Saturday, December 17, 2005

Helpless:

After court, Junior thanks me for the coffee and egg sandwich. This is a good sign. It's reassurance that, at least for a minute, he's experiencing the same reality I am. He has Felicia's name in elegant calligraphy tattooed around his neck, and he has an impish smile I've always understood could inspire love. But because his psychosis makes him unable to converse normally, he is isolated from the organized world. And he won't let her get off his island. Even if he did, she might not leave anyhow. But there's nothing for her in Junior's world, no home, no job, no people, no help. No mentor. It's a good sign that he thanks me for the coffee. Sometimes, when she tries to call me, he screams and pulls the phone out of her hands, after which I might not hear from her again for months.

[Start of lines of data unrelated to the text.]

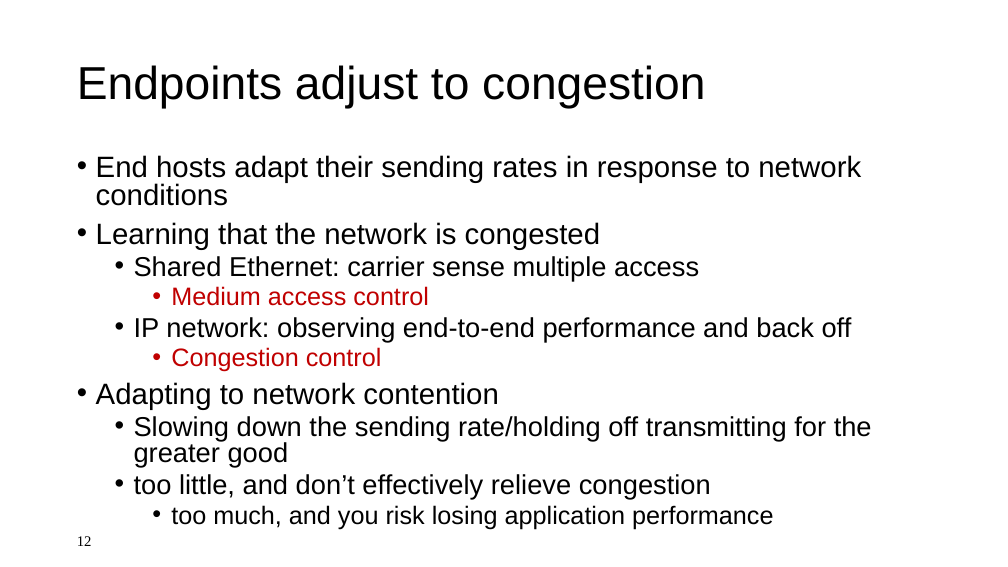
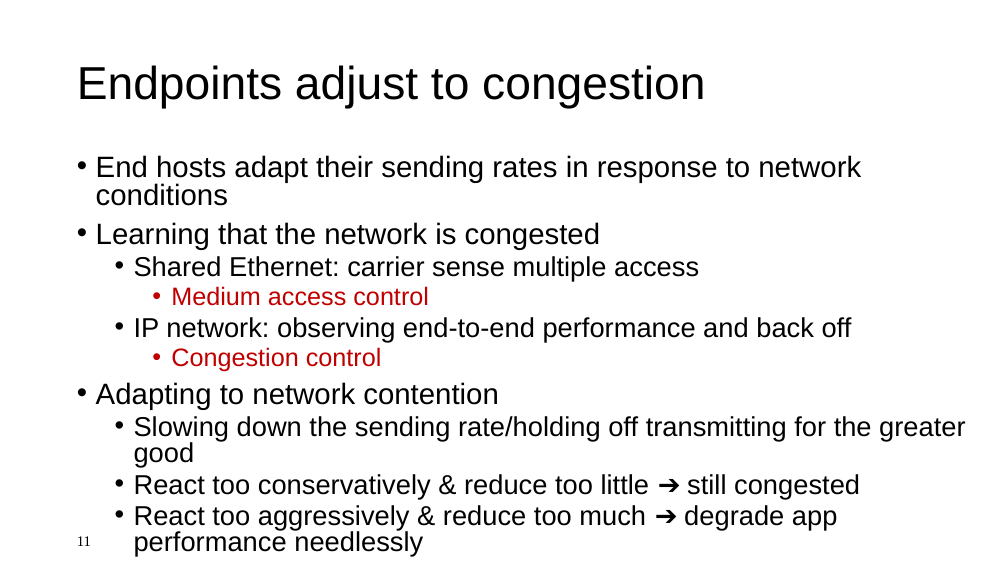
Before and after one commit to ngsrinivas/coursegen, a slide deck: slide 11 of ex/552-F20/staging/552-F20/lectures/06-endpoint.pptx (slide 12 before the commit). Drawn at 1008x567 pixels with LibreOffice and Linux fonts; fonts in the diff are those of the drawing. Boxes give left, top, right and bottom in pixels: in the first picture for what was removed or moved away, otherwise in the second. Text is boxed around its words. In the diff, an @@ line names an element or a change of style, - is before the commit and + after.

```diff
--- a/ex/552-F20/staging/552-F20/lectures/06-endpoint.pptx
+++ b/ex/552-F20/staging/552-F20/lectures/06-endpoint.pptx
@@ text at [134,474,860,556]: text changed @@
-  • too little, and don’t effectively relieve congestion
-    • too much, and you risk losing application performance
+  • React too conservatively & reduce too little ➔ still congested
+  • React too aggressively & reduce too much ➔ degrade app performance needlessly
@@ page number at [77,536,91,546]: text changed @@
-12
+11
```
Also in this commit, not shown: 8 other slides changed, 1 slide removed, 3 other files.

Tonight, hours after we say goodbye, she calls collect. This time she's speaking even more softly. She gives me a phone number to call back and a room number to ask for. We talk honestly for a long time. She cries quietly. Junior is asleep next to her on the motel bed, and if she wakes him, he'll surely hang up the phone. But I can hear what she's saying. Junior is cruel and abusive and then alternately needy and frightened. He begs her to stay with him and then calls her a "whore." She's so torn. Through the tears, she keeps asking me, "Martha, what should I do?" But she's not ready to do what I tell her. Sometimes she's self-aware enough to say, "But I'm not ready." More often, though, she tosses understandable but weak justifications at me: She'll be lonely without him; he'll end up back in jail; he's fine when he doesn't use drugs; she has nowhere to go.